Los ancianos del asilo, cuando el sol calentaba los bancos de piedra de la placita del Casino, acudían a coger sitio  y a comentar la quiniela. También llegaban a hablar de su soledad algunas esposas de navegantes que se encontraban en la mar. Los viejos del asilo, en la edad feliz de la picardía, resbalaban sus boinas por sus frentes para esconder el camino de sus ojos y comentar a medias palabras el paisaje de la tribuna de enfrente.
- Si hoy tenemos suerte creo que vamos a poder hablar de la Liga-decía uno.
- También de la Copa-decía otro.
- ¡Toma! ¡Y de la Recopa!- Exclamaba emocionado el más viejo.
- ¡A lo mejor se pone a tiro la Final!
Era el chiste de siempre contado de forma coral y que lo celebraban como si fuera nuevo. ¡Deliciosos ancianos de la Residencia Municipal!
El padre Seráfico paseaba buscando pecados con enjundia.
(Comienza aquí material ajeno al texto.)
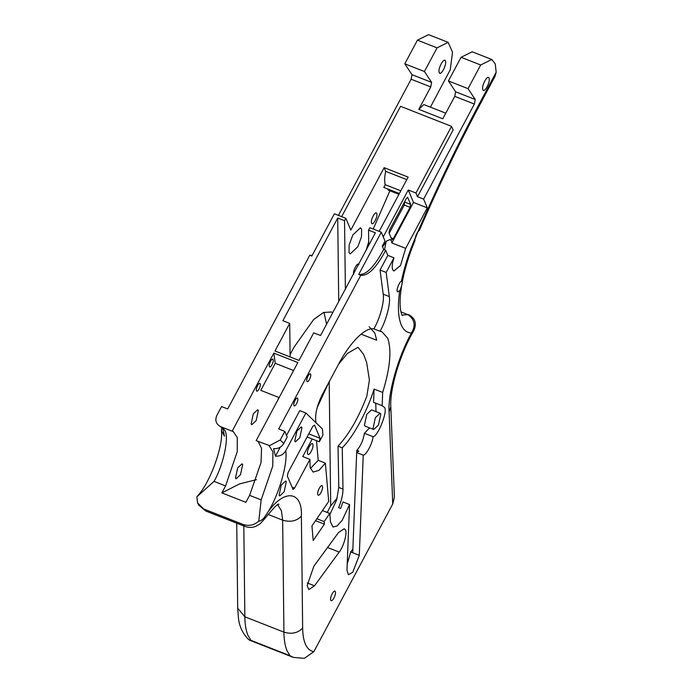<?xml version="1.0" encoding="UTF-8"?>
<svg xmlns="http://www.w3.org/2000/svg" width="693" height="693" viewBox="0 0 693 693"><rect width="100%" height="100%" fill="white"/><g stroke="black" fill="none" stroke-linecap="round" stroke-linejoin="round"><path stroke-width="1.04" d="M330.786 600.155C331.808 603.127 336.59 594.178 335.317 591.666C334.286 588.686 329.504 597.643 330.786 600.155L331.202 600.614M317.853 494.663C318.884 497.643 323.666 488.686 322.392 486.174C321.361 483.194 316.58 492.151 317.853 494.663L318.278 495.123M402.001 315.072L407.874 314.622C414.76 319.43 415.956 325.554 411.469 332.995C406.904 332.865 403.482 330.111 401.186 324.748C398.094 317.082 397.583 305.821 399.67 290.965C401.351 287.37 402.183 284.269 402.165 281.67L401.368 281.315C399.705 281.046 395.98 290.428 397.349 291.45L397.825 291.97M222.583 427.442L224.956 430.622C229.288 437.5 223.285 465.419 214.033 481.384L196.838 496.829L197.557 502.893L205.83 511.053L244.906 526.394L243.165 524.471C248.856 526.342 254.054 525.233 258.766 521.153C260.992 520.928 263.071 519.352 265.012 516.432L267.732 512.413C284.113 488.652 302.59 490.687 301.386 516.112L302.65 628.101C302.737 634.615 303.603 639.873 305.275 643.866C307.242 648.501 310.126 651.073 313.92 651.576L304.366 658.35L293.373 657.397L289.969 655.691L287.006 650.692C285.048 645.997 284.017 639.812 283.922 632.137L282.657 520.157L281.445 510.828L277.789 504.842M221.725 427.815L221.448 430.7L224.454 436.131L223.146 429.634L220.963 426.931M345.426 530.032L344.213 528.698L338.565 532.493L313.851 566.216L307.146 585.594L308.835 589.596L314.483 585.802L339.198 552.078C343.442 547.175 347.539 532.657 345.426 530.032M307.657 453.88C308.827 457.267 314.267 447.089 312.812 444.23C311.642 440.852 306.211 451.022 307.657 453.88L308.134 454.409M419.404 230.258L418.277 230.856L415.02 239.172C415.748 235.074 417.212 232.103 419.404 230.258L419.499 229.955M414.986 240.194L415.02 240.54C402.434 269.984 397.028 302.806 401.819 314.657L402.321 315.618M279.097 495.2L279.764 495.937L284.121 491.839L286.304 481.696L285.646 480.959L281.28 485.065L279.097 495.2M294.759 441.103L295.417 441.839L299.783 437.733L301.966 427.598L301.299 426.862L296.933 430.968L294.759 441.103M397.349 291.45L399.67 290.965M306.904 381.245C307.744 383.688 311.659 376.36 310.611 374.307C309.771 371.864 305.856 379.192 306.904 381.245L307.242 381.626M293.979 405.448C294.82 407.882 298.735 400.563 297.687 398.501C296.847 396.067 292.94 403.395 293.979 405.448L294.326 405.829M380.102 413.245L371.517 409.875L366.779 414.327L364.414 425.329L365.133 426.134L373.709 429.504L378.447 425.052L380.821 414.042L380.102 413.245L375.363 417.697L372.99 428.698L373.709 429.504M382.675 392.446L374.09 389.076L373.57 402.33L382.146 405.7L382.675 392.446C390.176 368.009 391.831 349.896 387.638 338.106L381.938 331.782L380.007 331.297C386.036 321.093 390.739 303.595 389.327 296.587L386.166 272.427L393.971 257.813C392.203 263.167 391.77 267.143 392.662 269.75L393.823 271.032L400.502 265.506L405.674 248.363L427.304 207.865L423.622 199.116L417.498 196.708L453.109 130.033L451.559 126.351L400.563 106.315L341.658 216.64M372.99 436.668C372.869 442.636 366.155 455.388 363.245 455.162L356.678 452.581L358.844 451.143L356.826 450.355C360.724 445.928 363.253 440.246 364.414 433.298L372.99 436.668C377.928 436.859 388.245 410.325 384.39 407.363L382.146 405.7M375.978 411.625L375.805 403.993L375.147 402.954M482.848 89.692C484.251 93.754 490.774 81.54 489.033 78.118C487.629 74.056 481.107 86.27 482.848 89.692L483.419 90.324M382.545 246.855L386.729 240.947L390.254 239.509L391.415 240.792L391.857 242.94L405.674 248.363M384.52 249.826L386.088 241.606M290.09 354.565L294.049 347.15L313.695 319.473L323.553 312.491L331.479 311.971L332.77 312.621M326.602 324.177L323.96 312.326M315.939 422.695L315.644 419.36C315.402 412.205 317.611 403.993 322.271 394.733L338.383 364.561C349.601 342.81 365.471 326.862 373.882 328.889L380.007 331.297M369.152 326.758L374.844 333.082L376.689 340.254L361.105 334.139M376.732 213.496C378.187 216.355 372.756 226.533 371.587 223.146C370.131 220.287 375.563 210.118 376.732 213.496L376.264 212.976M372.063 223.674L371.587 223.146M242.68 464.561L240.497 474.705L236.131 478.802L235.473 478.066L237.656 467.931L242.013 463.825L242.68 464.561M258.342 410.464L256.159 420.608L251.793 424.705L251.126 423.969L253.309 413.834L257.675 409.728L258.342 410.464M273.103 359.572C274.151 361.633 270.244 368.953 269.395 366.519C268.356 364.466 272.262 357.138 273.103 359.572L272.765 359.199M260.187 383.775C261.235 385.828 257.32 393.156 256.479 390.722C255.431 388.66 259.347 381.341 260.187 383.775L259.84 383.394M439.223 72.557C440.627 76.62 447.15 64.406 445.408 60.984C444.005 56.921 437.482 69.135 439.223 72.557L439.795 73.189M349.038 252.616L350.199 253.898L357.805 246.751L361.521 236.703L361.607 229.08L360.447 227.798L352.841 234.944L349.125 244.993L349.038 252.616M366.285 249.852L368.693 241.727M373.241 229.045L389.908 190.774M338.548 364.249L347.453 353.395L358.03 347.288L363.53 354.244L366.64 362.465L369.404 380.076L366.848 396.162C358.61 417.671 349.003 434.338 338.037 446.171L338.79 487.439L336.668 499.826L329.859 514.622M374.09 389.076C367.212 411.339 353.456 436.711 342.247 447.817L342.992 489.093C342.983 494.438 341.519 500.623 338.608 507.648L340.627 508.437L342.983 501.957L349.549 504.539L346.959 570.252L348.432 574.722L352.754 572.227L359.295 555.31L363.245 455.162M322.444 510.559L329.755 513.426L330.5 521.985L332.978 527.035L337.058 525.978L342.169 520.356L349.549 504.539M356.678 452.581L352.728 552.616L350.71 551.94L359.295 555.31M407.198 314.353L400.978 311.911M278.369 399.047L278.629 397.366M451.559 126.351L415.956 193.026L408.264 190.003L383.246 236.859M312.162 255.44L309.788 255.232L311.841 256.038L334.398 213.791L345.842 218.286L350.797 230.085L384.13 167.663L408.142 177.087L379.158 231.367M418.277 230.856C437.552 186.296 458.108 143.555 479.954 102.616L496.162 72.263L495.27 63.921L491.787 59.485L480.673 64.995L468.044 88.661L448.423 80.951L455.639 91.814L454.755 96.362L442.784 118.78L418.78 109.355L423.865 104.574L445.781 113.176M468.044 88.661L475.251 99.515L474.376 104.063L423.622 199.116M430.422 107.146L450.242 69.802L452.52 52.226L448.163 42.351L437.049 47.86L424.419 71.526L404.799 63.817L412.014 74.679L411.131 79.227L338.435 215.376M424.419 71.526L431.626 82.38L430.751 86.928L418.78 109.355M448.163 42.351L428.543 34.65L417.437 40.151L404.799 63.817M437.049 47.86L417.437 40.151M393.971 257.813L387.846 255.405L385.698 250.294L383.645 249.48L382.276 246.223L385.022 241.086L381.289 232.207L358.731 274.454L360.784 275.26L278.699 428.993L284.823 431.392L280.197 440.055L269.508 445.642L256.159 440.627L297.851 362.552L273.839 353.118L232.155 431.193L233.194 431.47L237.249 437.465L237.257 451.611L225.597 485.923L221.873 492.896L245.885 502.321L249.601 495.356L261.01 462.673L261.556 448.406L258.151 441.406M232.155 431.193L220.591 426.654C215.921 424.055 214.709 420.235 216.952 415.211L221.578 406.557L227.702 408.957L309.788 255.232M258.766 521.153L261.166 499.896L249.601 495.356M243.165 524.471L204.097 509.13M445.408 60.984L444.837 60.352M353.725 274.315C352.278 271.457 357.709 261.287 358.879 264.665M381.289 232.207L369.845 227.711L368.555 230.137L368.737 245.261M368.555 230.137L375.381 232.813L320.547 335.507L313.721 332.831L298.986 360.429L274.974 350.996L289.709 323.397L282.883 320.72L337.716 218.026L344.542 220.703L345.383 289.414M338.73 301.455L337.716 218.026M290.116 356.947L289.709 323.397M345.842 218.286L344.542 220.703M313.92 651.576L392.749 503.958L389.102 412.023C387.647 393.728 398.172 356.54 411.469 332.995L413.167 331.817C399.514 355.18 389.7 389.613 390.8 406.73L389.102 412.023M390.8 406.73L394.386 497.124L392.749 503.958M337.162 498.137L330.7 505.873L329.184 381.367M327.2 512.422L330.7 505.873M338.037 446.171L342.247 447.817M328.655 382.787L317.125 407.709M310.386 468.511L318.2 460.334L325.372 463.149L328.707 501.394L311.937 525.944L313.21 540.531L324.385 524.159L324.159 521.612L329.755 513.426M318.2 460.334L316.493 440.661M280.197 440.055L283.758 443.494C281.453 447.236 278.075 448.943 273.622 448.596L275.45 456.159C279.989 456.418 283.411 454.625 285.724 450.796L305.89 413.011L322.392 428.915L322.929 435.048L319.334 441.779L320.079 438.305L314.553 425.138L312.829 426.29L288.089 472.626L287.335 476.1L293.096 489.518M335.317 591.666L334.901 591.198M322.392 486.174L321.968 485.715M292.87 489.267L294.594 488.106L309.936 459.372L310.135 467.558L313.115 472.089L319.014 470.33L325.372 463.149M489.033 78.118L488.461 77.486M373.882 328.889C379.911 318.685 384.615 301.195 383.203 294.178L380.05 270.027L386.166 272.427M415.956 193.026L417.498 196.708M284.823 431.392L287.197 437.049L283.758 443.494M250.892 640.341L248.986 639.838C242.871 633.974 239.354 626.671 238.418 617.931L237.699 608.159L244.846 616.796C244.941 624.462 245.972 630.647 247.938 635.351L250.892 640.341L289.969 655.691M496.162 72.263L495.062 76.23L480.041 104.366L479.954 102.616M491.787 59.485L472.167 51.784L461.062 57.285L448.423 80.951M480.673 64.995L461.062 57.285M316.857 518.736L324.159 521.612M315.532 520.686L324.385 524.159M364.414 433.298L369.594 427.884M347.202 564.059L350.71 551.94M356.739 452.564L356.826 450.355M350.719 551.827L352.928 549.151M286.521 435.429L299.774 410.602L305.89 413.011M275.45 456.159L280.249 447.167M380.05 270.027L387.846 255.405M385.698 250.294C376.29 267.888 367.983 276.212 360.784 275.26M383.645 249.48C374.237 267.082 365.93 275.407 358.731 274.454M402.165 281.67L401.368 281.315C404.305 267.273 408.853 252.971 415.029 238.427L415.055 238.366M309.936 459.372L302.763 456.557L312.162 438.964L319.334 441.779M312.812 444.23L312.335 443.711M391.857 242.94L413.487 202.434L408.264 190.003M413.487 202.434L427.304 207.865M407.328 197.332L407.796 197.514L406.367 198.475L389.596 229.877L388.972 232.77L391.874 239.683L393.312 238.721L410.083 207.32L410.706 204.426L407.614 197.306M404.686 201.62L404.279 205.041L389.189 233.298M273.839 353.118L275.234 363.314L260.793 390.358L279.149 397.574M275.234 363.314L293.589 370.53M256.505 479.651L239.622 483.87L221.873 492.896M387.699 188.938L388.34 190.159L398.943 194.317M384.13 167.663L385.68 171.336C384.476 177.096 384.329 181.549 385.247 184.71L383.801 187.413L399.367 193.529M385.68 171.336L406.782 179.626M385.247 184.71L400.805 190.818M338.79 487.439L342.992 489.093M408.636 314.605L408.636 314.605C415.653 318.477 417.169 324.211 413.167 331.817M474.376 104.063L454.755 96.362M430.751 86.928L411.131 79.227M431.626 82.38L412.014 74.679M225.597 485.923L214.033 481.384M285.724 450.796C288.011 463.53 278.647 495.608 267.732 512.413M383.203 294.178L389.327 296.587M475.251 99.515L455.639 91.814M261.166 499.896L272.765 466.034L272.912 451.836L269.031 445.556M301.386 516.112C296.604 521.11 290.367 522.453 282.657 520.157L267.905 514.362M243.823 525.97L244.846 616.796L283.922 632.137C291.632 634.441 297.877 633.099 302.65 628.101M291.944 487.075L294.594 488.106M307.12 436.98L312.162 438.964M308.783 433.861L320.079 438.305M307.268 582.969L314.483 585.802M327.564 547.513L339.198 552.078M391.103 237.855L393.312 238.721M404.279 205.041L410.083 207.32M404.903 202.148L410.706 204.426M265.012 516.432L264.241 519.3C273.544 507.874 278.43 502.875 278.898 504.313L278.898 504.313M221.448 430.7C223.484 445.391 210.351 482.328 197.644 495.876M293.373 657.397L249.593 640.202M244.906 526.394C248.51 527.745 252.105 527.745 255.682 526.394L260.014 523.899L264.241 519.3M237.699 608.159L236.737 523.189M197.557 502.893L198.787 505.232L205.83 511.053M480.041 104.366C458.619 144.49 438.444 186.4 419.499 230.093"/></g></svg>

Apuntaba, en su libretita de nombres propios, los alias de los impíos para montar el sermón dominical. Sus parábolas eran tan celebradas que los fieles madrugaban para coger sitio en la iglesia. Fue memorable el sermón que pronunció sobre el quinto mandamiento, no Matar, sobre el asesinato de una madre por su hijo. El Obispo de la Diócesis le pidió que lo repitiera al domingo siguiente. El padre Seráfico era una mina.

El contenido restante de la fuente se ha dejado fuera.